Ob das tatsächlich mit immer besser werdenden Weinen zusammenhängt, scheint mir dann doch zweifelhaft zu sein.

Hinweise

(1) Decanter: Bis Mitte 2007 wurden die Weine im 5-Sterne-System bewertet, anschließend durch ein 20-Punkte-Schema ersetzt, das seit 2012 durch in Klammern gesetzte Bewertungen im 100-Punkte-System ergänzt wurde. Mit der Ausgabe 2/2016 erfolgte der vollständige Wechsel auf das 100-Punkte-System.

(2) Kissack: Bis 2016 erfolgten die Bewertungen im 20-Punkte-System. 2016 und 2017 bewertete Chris Kissack parallel im 20-Punkte- und 100-Punkte-System, ab 2018 ausschließlich im 100-Punkte-System.
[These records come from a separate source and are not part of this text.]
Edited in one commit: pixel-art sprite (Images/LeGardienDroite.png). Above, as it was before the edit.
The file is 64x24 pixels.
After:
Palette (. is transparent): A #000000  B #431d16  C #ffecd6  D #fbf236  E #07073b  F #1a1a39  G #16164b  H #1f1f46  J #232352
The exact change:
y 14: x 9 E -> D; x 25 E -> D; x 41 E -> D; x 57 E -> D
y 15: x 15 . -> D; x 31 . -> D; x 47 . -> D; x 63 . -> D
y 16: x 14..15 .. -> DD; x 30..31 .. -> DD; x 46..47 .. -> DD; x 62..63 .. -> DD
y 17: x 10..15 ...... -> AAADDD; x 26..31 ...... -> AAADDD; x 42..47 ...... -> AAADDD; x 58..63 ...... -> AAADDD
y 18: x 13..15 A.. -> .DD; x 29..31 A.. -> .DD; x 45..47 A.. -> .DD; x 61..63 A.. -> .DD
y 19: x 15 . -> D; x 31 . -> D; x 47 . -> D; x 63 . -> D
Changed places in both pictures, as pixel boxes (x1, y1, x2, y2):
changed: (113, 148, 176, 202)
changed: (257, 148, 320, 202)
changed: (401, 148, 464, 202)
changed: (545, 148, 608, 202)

(3) RVF – Revue de Vin de France: Ab 1990 wurde in einem 10-Punkte-System bewertet. 1995 wechselte das Magazin auf ein Sterne-System (1 bis 5 Sterne). Mitte 2006 erfolgte mit dem 20-Punkte-System eine weitere Änderung des Bewertungssystems. In der November-Ausgabe 2020 (Nr. 645) wurde die Umstellung auf das 100-Punkte-System bekanntgegeben.

(4) Jean-Marc Quarin: bewertet parallel auf einer 20- und 100-Punkte-Skala.

(5) WW – WeinWisser: Die Bewertungen erfolgen nach einem 20-Punkte-System. Ab der Ausgabe 10/2016 wird

eine Tabelle angeboten, in der die Bedeutung der WeinWisser-Punkte in anderen »Währungen« (gemeint sind das 100-Punkte und das Sterne-System) übersetzt wird.

(6) In der Spalte »BDX-Kompass« werden die Werte für das 20-Punkte-System angezeigt, die sich aus der vom Bordeaux-Kompass benutzten Umrechnungsformel ergeben.

Vgl. auch den Beitrag: Die Quellen im Überblick

(7) Hierzu wurde jeweils der Prozentanteil der mit 90 Punkten und mehr bewerteten Premiers Grands Crus und Grands Crus Classés in den betreffenden Jahrgängen seit 2000 berechnet. Grundlage hierfür waren insgesamt über 36.000 Bewertungen dieser besonderen Gruppe von offiziell klassifizierten Châteaux in Saint-Émilion in der Bordeaux-Kompass-Datenbank. Für die Jahrgänge 2011 und 2014 wurden dabei jeweils 1986 bzw. 1901 Bewertungen berücksichtigt.